Ep. ad Phil. c. vii.
[Greek: Pas gar hos an mae homologae Iaesoun Christon en sarki elaeluthenai antichristos esti; kai hos an mae homologae to marturion tou staurou ek tou diabolou esti; kai hos an methodeuae ta logia tou Kuriou pros tas idias epithumias, kai legae maete anastasin maete krisin einai, outos prototokos esti tou Satana.]
1 John vi. 2, 3.
[Greek: Pan pneuma ho homologei Iaesoun Christon en sarki elaeluthota ek tou Theou estin. Kai pan pneuma ho mae homologei tou Iaesoun ek tou Theou ouk estin, kai touto estin to tou antichristou, k.t.l.]

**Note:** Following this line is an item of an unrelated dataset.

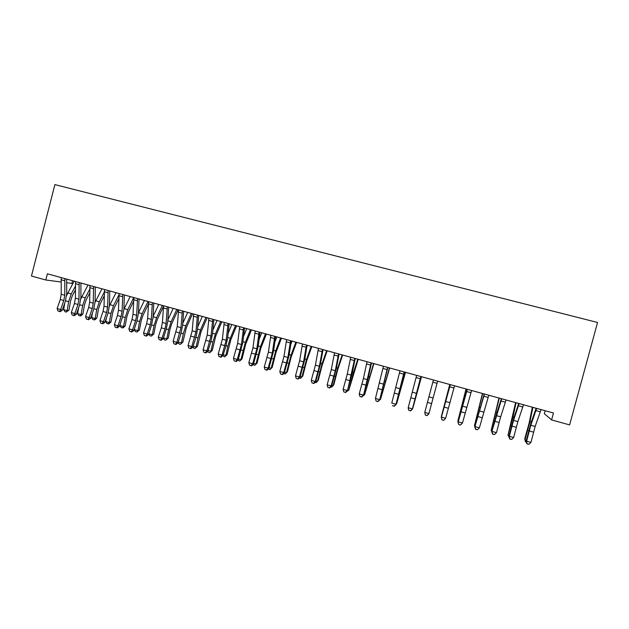 <?xml version="1.0" encoding="UTF-8"?>
<svg xmlns="http://www.w3.org/2000/svg" width="629" height="629" viewBox="0 0 629 629"><rect width="100%" height="100%" fill="white"/><g stroke="black" fill="none" stroke-linecap="round" stroke-linejoin="round"><path stroke-width="0.94" d="M72.579 280.723L71.879 283.42L66.65 282.728M545.139 410.721L544.329 413.701L551.594 419.92L569.615 424.905L597.55 322.473L54.888 184.604L31.45 276.029L45.799 279.999L61.052 281.996M551.594 419.92L553.473 413.017L47.387 273.796L45.799 279.999M541.05 409.597L535.161 426.446L530.955 442.399L526.615 441.181L526.953 443.909L528.926 444.302L527.196 443.807M536.655 408.386L530.821 425.235L526.615 441.181L526.025 441.432L531.033 422.743L536.12 408.245M526.025 441.432L526.953 443.909M528.926 444.302L530.955 442.399M532.354 407.207L529.091 423.262L524.798 438.617L524.956 439.907L529.988 421.587L532.881 407.348M526.276 442.116L525.577 441.92L524.956 439.907L526.308 440.292M523.501 404.769L517.848 421.619L513.641 437.509L509.333 436.298L509.718 439.026L511.644 439.412L509.922 438.924M519.137 403.574L513.539 420.416L509.333 436.298L508.83 436.573L513.83 417.955L518.697 403.448M508.83 436.573L509.718 439.026M511.644 439.412L513.641 437.509M506.078 399.981L500.653 416.823L496.454 432.658L492.177 431.447L492.609 434.191L494.488 434.553L492.782 434.073M501.745 398.786L491.76 431.753L496.737 413.198L501.399 398.692M491.76 431.753L492.609 434.191M494.488 434.553L496.454 432.658M515.607 402.599L508.004 435.126L513.005 416.862L516.032 402.717M509.073 437.257L508.004 435.126L509.113 435.441M498.97 398.023L491.178 430.37L499.308 398.118M491.996 432.422L491.178 430.37L492.051 430.621M488.78 395.224L479.392 427.838L475.147 426.635L475.618 429.379L477.45 429.733L475.76 429.253M484.479 394.037L474.809 426.965L484.228 393.966M474.809 426.965L475.618 429.379M477.45 429.733L479.392 427.838M471.608 390.499L462.449 423.05L460.436 425.078L458.753 424.606L460.436 425.078M467.339 389.32L458.226 421.855L462.449 423.05L460.538 424.945M458.856 424.473L457.983 422.208L467.174 389.28M457.983 422.208L458.753 424.606M482.459 393.479L474.463 425.652L482.702 393.55M474.856 426.776L474.463 425.652L475.099 425.833M466.05 388.966L457.865 420.966L466.207 389.013M458.124 421.666L457.865 420.966L458.274 421.084M454.563 385.805L445.623 418.301L443.673 420.337L442.006 419.865L443.673 420.337M450.317 384.641L441.432 417.113L445.623 418.301L443.744 420.196M442.069 419.716L441.267 417.483L450.254 384.618M441.267 417.483L442.006 419.865M449.759 384.484L441.393 416.319L449.829 384.508M437.635 381.15L428.813 413.968L427.028 415.627L425.408 415.006L427.028 415.627M433.42 379.995L424.764 412.404L428.915 413.575L427.067 415.47M425.369 415.156L424.764 412.404L425.408 415.006M420.832 376.527L412.309 409.298L420.919 376.551M416.65 375.379L408.205 407.726L412.333 408.889L410.509 410.784L408.858 410.32L410.509 410.784M408.858 410.478L408.197 408.142L408.858 410.32M410.501 410.949L412.309 409.298M421.516 376.716L412.821 408.252L421.43 376.692M404.14 371.936L395.916 404.667L404.313 371.983M399.989 370.796L391.765 403.079L395.861 404.243L394.068 406.137L392.425 405.674L394.068 406.137M394.092 406.303L395.916 404.667M405.532 372.321L396.655 403.684L405.359 372.274M396.223 403.566L396.655 403.684L396.042 404.203M387.574 367.375L379.641 400.068L387.834 367.446M383.446 366.243L375.434 398.471L379.507 399.619L377.738 401.514L376.111 401.05L377.738 401.514M377.793 401.687L379.641 400.068M375.434 398.471L376.111 401.05M389.65 367.949L380.6 399.156L389.398 367.879M379.947 398.967L380.6 399.156L379.672 399.958M371.118 362.854L363.476 395.499L368.327 377.447L371.464 362.949M367.022 361.722L363.397 378.54L359.222 393.888L363.263 395.028L361.526 396.923L359.906 396.467L361.526 396.923M361.612 397.111L363.476 395.499M359.222 393.888L359.906 396.467M373.878 363.609L364.655 394.65L373.54 363.515M363.782 394.407L364.655 394.65L362.957 395.948M354.78 358.357L347.42 390.963L352.256 372.973L355.212 358.475M350.715 357.241L347.294 374.043L343.119 389.343L347.137 390.475L345.423 392.37L343.819 391.914L345.423 392.37M345.541 392.559L347.42 390.963M343.119 389.343L343.819 391.914M358.216 359.301L348.812 390.177L353.474 372.478L357.791 359.183M347.735 389.878L348.812 390.177L346.901 391.403M338.559 353.891L335.288 370.693L331.121 385.947L331.483 386.458L336.303 368.531L339.07 354.033M334.526 352.783L331.302 369.585L327.135 384.822L331.121 385.947L329.431 387.841L327.835 387.393L329.431 387.841M329.58 388.046L331.483 386.458M327.135 384.822L327.835 387.393M342.648 355.015L337.655 369.923L333.826 384.744L333.079 385.742L337.718 368.091L342.152 354.882M331.798 385.373L333.079 385.742L331.656 387.094L330.956 386.898M322.449 349.465L319.375 366.259L315.215 381.457L315.648 381.984L320.452 364.12L323.039 349.622M318.439 348.356L315.42 365.15L311.253 380.341L315.215 381.457L313.549 383.344L311.968 382.896L313.549 383.344M313.729 383.556L315.648 381.984M311.253 380.341L311.968 382.896M327.198 350.77L322.056 365.575L318.266 380.356L317.456 381.323L322.056 363.735L326.616 350.605M315.962 380.907L317.456 381.323L316.065 382.691L315.113 382.416M306.457 345.062L303.579 361.848L299.412 376.991L299.923 377.542L304.711 359.741L307.125 345.242M302.47 343.969L299.648 360.755L295.481 375.883L299.412 376.991L297.776 378.886L296.204 378.438L297.776 378.886M297.981 379.098L299.923 377.542M295.481 375.883L296.204 378.438M311.842 346.54L306.575 361.258L302.816 376L301.936 376.944L306.504 359.411L311.182 346.359M300.245 376.464L301.936 376.944L300.583 378.312L299.388 377.974M306.921 346.469L307.337 345.305M290.567 340.69L287.885 357.476L283.726 372.565L284.308 373.131L289.081 355.385L291.313 340.894M286.612 339.605L283.978 356.384L279.819 371.456L283.726 372.565L282.114 374.452L280.55 374.011L282.114 374.452M282.35 374.672L284.308 373.131M279.819 371.456L280.55 374.011M296.589 342.349L291.188 356.973L287.469 371.668L285.204 373.964L283.765 373.555M284.63 372.061L286.525 372.596L291.062 355.11L295.85 342.145M290.755 344.543L292.037 341.099M285.204 373.964L287.469 371.668M274.787 336.35L272.302 353.128L268.143 368.162L268.795 368.743L273.552 351.061L275.612 336.578M270.863 335.273L268.418 352.043L264.266 367.061L268.143 368.162L266.554 370.049L265.006 369.608L266.554 370.049M266.822 370.277L268.795 368.743M264.266 367.061L265.006 369.608M281.438 338.182L275.911 352.72L272.223 367.367L269.935 369.648L268.347 369.089M269.118 367.682L271.209 368.272L275.722 350.84L280.628 337.954M274.818 342.16L276.831 336.916M269.935 369.648L272.223 367.367M259.117 332.041L256.821 348.812L252.669 363.79L253.393 364.395L258.134 346.768L260.021 332.285M255.217 330.964L252.968 347.735L248.817 362.697L252.669 363.79L251.105 365.677L249.564 365.237L251.105 365.677M251.396 365.913L253.393 364.395M248.817 362.697L249.564 365.237M266.389 334.038L260.728 348.49L257.08 363.098L254.761 365.355L253.094 364.623M253.715 363.334L256.003 363.979L260.477 346.603L265.501 333.795M259.085 339.456L261.735 332.757M254.761 365.355L257.08 363.098M243.557 327.756L241.442 344.519L237.298 359.45L238.084 360.071L242.818 342.506L244.539 328.031M239.688 326.695L237.62 343.45L233.469 358.365L237.298 359.45L235.757 361.329L234.232 360.897L235.757 361.329M236.079 361.581L238.084 360.071M233.469 358.365L234.232 360.897M251.435 329.926L245.656 344.291L242.039 358.86L239.688 361.093L237.935 360.181M238.415 359.01L240.891 359.709L245.341 342.388L250.468 329.659M243.525 336.523L246.733 328.629M239.688 361.093L242.039 358.86M228.107 323.51L226.173 340.258L222.029 355.133L222.886 355.778L225.842 346.359L227.604 338.268L229.16 323.793M224.254 322.449L222.375 339.196L218.232 354.056L222.029 355.133L220.52 357.02L218.994 356.588L220.52 357.02M220.865 357.272L222.886 355.778M218.232 354.056L218.994 356.588M236.583 325.838L230.678 340.116L227.093 354.638L224.718 356.863L222.878 355.786M223.216 354.725L225.89 355.471L227.84 346.241L230.3 338.205L235.545 325.555M228.123 333.409L231.826 324.533M224.718 356.863L227.093 354.638M212.751 319.28L211.006 336.028L206.862 350.848L207.79 351.509L210.762 342.137L212.492 334.062L213.884 319.595M208.93 318.235L207.232 334.974L203.088 349.779L206.862 350.848L205.376 352.735L203.867 352.303L205.376 352.735M205.746 352.995L207.79 351.509M203.088 349.779L203.867 352.303M221.825 321.781L215.794 335.965L212.248 350.455L209.842 352.657L208.364 352.24L207.853 351.304M208.12 350.463L210.974 351.265L212.885 342.05L215.362 334.046L220.716 321.474M212.861 330.17L217.021 320.46M209.842 352.657L212.248 350.455M197.506 315.09L195.941 331.829L191.798 346.595L192.796 347.271L195.784 337.938L197.475 329.879L198.709 315.42M193.716 314.044L192.191 330.783L188.055 345.533L191.798 346.595L190.335 348.474L188.834 348.049L190.335 348.474M190.736 348.741L192.796 347.271M188.055 345.533L188.834 348.049M207.161 317.747L201.013 331.853L197.506 346.296L195.069 348.482L193.598 348.065L192.93 346.854M193.127 346.225L196.169 347.082L198.033 337.891L200.525 329.918L205.982 317.425M197.734 326.828L202.31 316.411M195.069 348.482L197.506 346.296M182.363 310.923L180.971 327.654L176.835 342.365L177.897 343.064L180.908 333.763L182.567 325.728L183.637 311.276M178.597 309.885L177.244 326.616L173.117 341.319L176.835 342.365L175.397 344.252L173.911 343.827L175.397 344.252M175.821 344.527L177.897 343.064M173.117 341.319L173.911 343.827M192.592 313.737L186.333 327.756L182.85 342.16L180.389 344.33L178.927 343.921L178.101 342.443M178.235 342.019L181.451 342.931L183.275 333.763L185.783 325.822L191.342 313.391M182.74 323.408L187.701 312.393M180.389 344.33L182.85 342.16M167.322 306.787L166.103 323.503L165.018 328.873L161.975 338.166L163.1 338.882L166.127 329.62L167.754 321.608L168.666 307.156M163.579 305.757L162.408 322.473L161.323 327.835L158.28 337.12L161.975 338.166L160.56 340.045L159.082 339.629L160.56 340.045M161.008 340.328L163.1 338.882M158.28 337.12L159.082 339.629M152.383 302.675L151.337 319.383L150.276 324.737L147.21 333.999L148.397 334.722L151.447 325.507L153.036 317.511L153.798 303.068M148.664 301.653L147.666 318.36L146.604 323.715L143.538 332.961L147.21 333.999L145.818 335.878L144.348 335.461L145.818 335.878M146.298 336.169L148.397 334.722M143.538 332.961L144.348 335.461M137.547 298.594L136.666 315.294L135.628 320.633L132.546 329.855L133.796 330.602L136.863 321.419L138.419 313.439L139.025 299.003M133.851 297.58L133.018 314.272L131.98 319.611L128.898 328.825L132.546 329.855L131.17 331.735L129.716 331.318L131.17 331.735M131.673 332.026L133.796 330.602M128.898 328.825L129.716 331.318M122.804 294.537L122.097 311.229L121.075 316.56L117.977 325.743L119.29 326.498L122.372 317.354L123.897 309.397L124.353 294.962M119.133 293.531L118.472 310.215L117.45 315.546L114.352 324.713L117.977 325.743L116.624 327.615L115.178 327.206L116.624 327.615M117.151 327.921L119.29 326.498M114.352 324.713L115.178 327.206M108.164 290.512L107.622 307.188L106.615 312.503L103.502 321.655L104.878 322.425L107.976 313.321L109.47 305.38L109.776 290.952M104.516 289.505L104.013 306.181L103.022 311.497L99.901 320.633L103.502 321.655L102.173 323.526L100.734 323.117L102.173 323.526M102.731 323.833L104.878 322.425M99.901 320.633L100.734 323.117M93.619 286.51L93.234 303.178L92.259 308.485L89.129 317.59L90.56 318.384L93.674 309.311L95.144 301.393L95.294 286.973M89.994 285.511L89.656 302.179L88.681 307.479L85.544 316.576L89.129 317.59L87.816 319.461L86.385 319.06L87.816 319.461M88.398 319.776L90.56 318.384M85.544 316.576L86.385 319.06M79.168 282.531L78.947 299.192L77.988 304.483L74.843 313.557L76.337 314.358L79.466 305.332L80.905 297.431L80.913 283.011M75.566 281.54L75.394 298.201L74.434 303.493L71.289 312.55L74.843 313.557L73.554 315.428L72.131 315.027L73.554 315.428M74.159 315.75L76.337 314.358M71.289 312.55L72.131 315.027M178.125 309.759L171.741 323.691L170.074 328.943L168.297 338.056L165.804 340.21L164.358 339.802L163.367 338.072M163.438 337.844L166.834 338.803L168.619 329.651L171.135 321.741L176.804 309.397M167.857 319.925L173.179 308.399M165.804 340.21L168.297 338.056M163.446 306.441L157.25 319.658L155.575 324.886L153.838 333.975L151.322 336.114L149.875 335.705L148.727 333.732M148.743 333.692L152.32 334.707L154.058 325.57L156.59 317.692L162.353 305.419M153.099 316.403L158.76 304.428M151.322 336.114L152.32 334.707L153.838 333.975M148.35 304.177L142.854 315.64L141.163 320.853L139.465 329.926L136.925 332.041L135.494 331.64L134.299 329.62L134.512 328.448M134.299 329.62L137.893 330.634L139.591 321.521L142.13 313.674L148.004 301.472M138.443 312.849L144.426 300.489M136.925 332.041L137.893 330.634L139.465 329.926M133.497 301.566L128.544 311.654L126.854 316.843L125.195 325.901L123.284 327.725L121.2 327.599L119.99 325.578L120.446 323.078M119.99 325.578L123.559 326.585L125.218 317.496L127.773 309.68L133.741 297.548M123.905 309.295L130.187 296.573M122.624 328L123.559 326.585L125.195 325.901M118.779 298.83L114.329 307.699L112.63 312.865L111.011 321.899L109.1 323.715L107.001 323.581L105.774 321.561L106.427 317.873M105.774 321.561L109.32 322.567L110.94 313.494L113.503 305.71L118.912 294.954M109.462 305.741L116.043 292.682M108.416 323.982L109.32 322.567L111.011 321.899M104.186 296L100.208 303.76L98.501 308.91L96.921 317.92L95.003 319.729L92.895 319.595L91.645 317.574L92.479 312.802M91.645 317.574L95.168 318.565L96.756 309.515L99.327 301.763L104.257 292.178M95.113 302.219L101.984 288.813M94.303 319.996L95.168 318.565L96.921 317.92M89.719 293.09L86.173 299.852L84.459 304.979L82.918 313.973L80.999 315.774L78.877 315.632L77.611 313.612L78.594 307.856M77.611 313.612L81.11 314.602L82.658 305.568L85.237 297.847L89.743 289.269M80.858 298.728L88.013 284.968M80.276 316.025L81.11 314.602L82.918 313.973M64.811 278.584L64.756 295.237L63.812 300.513L60.651 309.547L62.2 310.364L65.345 301.377L66.753 293.491L66.619 279.079M61.233 277.601L61.217 294.246L60.282 299.522L57.121 308.548L60.651 309.547L59.385 311.418L57.97 311.017L59.385 311.418M60.007 311.74L62.2 310.364M57.121 308.548L57.97 311.017M75.362 290.111L72.233 295.968L70.511 301.079L69.001 310.05L66.336 312.086L64.952 311.693L63.663 309.672L64.771 303.021M63.663 309.672L67.146 310.655L68.647 301.645L71.242 293.947L75.354 286.297M66.682 295.284L74.136 281.147M66.336 312.086L67.146 310.655L69.001 310.05M535.161 426.446L530.821 425.235M533.486 432.123L529.154 430.904M540.342 411.822L535.947 410.611M527.81 430.283L528.722 430.535M529.988 421.587L531.316 421.957M517.848 421.619L513.539 420.416M516.205 427.28L511.904 426.069M522.817 406.994L518.453 405.791M500.653 416.823L496.375 415.627M499.041 422.468L494.771 421.273M505.409 402.198L501.085 401.003M510.803 425.519L511.558 425.731M513.005 416.862L514.09 417.161M493.922 420.785L494.512 420.958M496.139 412.168L496.996 412.404M483.591 412.058L479.337 410.879M482.003 417.695L477.765 416.508M488.135 397.434L483.835 396.246M466.639 407.333L462.425 406.161M465.083 412.954L460.876 411.775M470.979 392.708L466.71 391.529M477.159 416.091L477.592 416.217M479.392 407.506L480.013 407.678M462.763 402.882L463.156 402.992M449.814 402.639L445.631 401.475M448.288 408.245L444.105 407.073M453.949 388.014L449.711 386.843M433.106 397.984L428.947 396.82M431.604 403.574L427.453 402.411M437.045 383.352L432.838 382.196M416.516 393.353L412.388 392.205M415.046 398.928L410.918 397.772M420.258 378.729L416.076 377.573M400.044 388.761L395.948 387.613M398.597 394.32L394.501 393.172M403.582 374.129L399.439 372.989M400.995 385.695L401.42 385.813M383.682 384.193L379.617 383.061M382.267 389.744L378.194 388.604M387.032 369.569L382.912 368.437M382.566 389.587L383.006 389.713M384.689 381.158L385.333 381.339M367.438 379.664L363.397 378.54M366.047 385.2L362.005 384.067M370.599 365.04L366.51 363.916M366.424 385.066L367.006 385.231M368.5 376.653L369.349 376.889M351.312 375.167L347.294 374.043M349.936 380.687L345.926 379.562M354.276 360.543L350.219 359.426M350.392 380.576L351.124 380.781M352.421 372.179L353.474 372.478M335.288 370.693L331.302 369.585M333.944 376.205L329.958 375.088M338.072 356.077L334.038 354.968M334.471 376.118L335.343 376.362M336.452 367.737L337.718 368.091M319.375 366.259L315.42 365.15M318.062 371.755L314.107 370.646M321.977 351.642L317.975 350.542M318.667 371.692L319.674 371.975M320.593 363.326L322.056 363.735M303.579 361.848L299.648 360.755M302.282 367.336L298.358 366.235M306.001 347.239L302.022 346.139M302.966 367.289L304.106 367.611M304.845 358.947L306.504 359.411M287.885 357.476L283.978 356.384M286.612 362.941L282.712 361.848M290.126 342.86L286.179 341.775M287.367 362.917L288.648 363.279M289.206 354.591L291.062 355.11M272.302 353.128L268.418 352.043M271.052 358.585L267.176 357.5M274.37 338.52L270.446 337.435M271.877 358.585L273.293 358.978M273.67 350.267L275.722 350.84M256.821 348.812L252.968 347.735M255.594 354.253L251.749 353.176M258.716 334.203L254.816 333.134M256.49 354.269L258.039 354.701M258.236 345.974L260.477 346.603M241.442 344.519L237.62 343.45M240.247 349.952L236.425 348.883M243.171 329.918L239.303 328.857M241.214 349.991L242.888 350.463M242.912 341.712L245.341 342.388M226.173 340.258L222.375 339.196M224.993 345.675L221.204 344.613M227.729 325.665L223.885 324.603M226.031 345.738L227.84 346.241M227.682 337.474L230.3 338.205M211.006 336.028L207.232 334.974M209.85 341.437L206.084 340.375M212.398 321.443L208.576 320.389M210.959 341.516L212.885 342.05M212.563 333.268L215.362 334.046M195.941 331.829L192.191 330.783M194.809 337.215L191.059 336.169M197.168 317.244L193.37 316.198M195.981 337.317L198.033 337.891M197.545 329.093L200.525 329.918M180.971 327.654L177.244 326.616M179.863 333.032L176.144 331.986M182.04 313.077L178.274 312.039M181.105 333.15L183.275 333.763M182.622 324.941L185.783 325.822M166.103 323.503L162.408 322.473M165.018 328.873L161.323 327.835M167.007 308.933L163.273 307.903M151.337 319.383L147.666 318.36M150.276 324.737L146.604 323.715M152.084 304.821L148.373 303.791M136.666 315.294L133.018 314.272M135.628 320.633L131.98 319.611M137.264 300.733L133.568 299.719M122.097 311.229L118.472 310.215M121.075 316.56L117.45 315.546M122.537 296.676L118.865 295.661M107.622 307.188L104.013 306.181M106.615 312.503L103.022 311.497M107.905 292.642L104.265 291.636M93.234 303.178L89.656 302.179M92.259 308.485L88.681 307.479M93.375 288.64L89.758 287.642M78.947 299.192L75.394 298.201M77.988 304.483L74.434 303.493M78.94 284.662L75.338 283.671M166.323 329.006L168.619 329.651M167.801 320.814L171.135 321.741M151.644 324.894L154.058 325.57M153.083 316.717L156.59 317.692M137.059 320.814L139.591 321.521M138.529 312.676L142.13 313.674M122.569 316.749L125.218 317.496M124.196 308.682L127.773 309.68M108.172 312.715L110.94 313.494M109.949 304.719L113.503 305.71M93.87 308.713L96.756 309.515M95.797 300.78L99.327 301.763M79.663 304.735L82.658 305.568M81.731 296.872L85.237 297.847M64.756 295.237L61.217 294.246M63.812 300.513L60.282 299.522M64.598 280.707L61.021 279.724M65.55 300.78L68.647 301.645M67.759 292.98L71.242 293.947"/></g></svg>

This is precisely one of those passages where at a superficial glance we are inclined to think that there is no parallel, but where a deeper consideration tends to convince us of the opposite. The suggestion of Dr. Scholten cannot indeed be quite excluded, that both writers I have adopted a formula in use in the early Church against various heretics’ [Endnote 277:2]. But if such a formula existed it is highly probable that it took its rise from St. John’s Epistle. This passage of the Epistle of Polycarp is the earliest instance of the use of the word ‘Antichrist’ outside the Johannean writings in which, alone of the New Testament, it occurs five times. Here too it occurs in conjunction with other characteristic phrases, [Greek: homologein, en sarki elaeluthenai, ek tou diabolou]. The phraseology and turns of expression in these two verses accord so entirely with those of the rest of the Epistle and of the Gospel that we must needs take them to be the original work of the writer and not a quotation, and we can hardly do otherwise than see an echo of them in the words of Polycarp.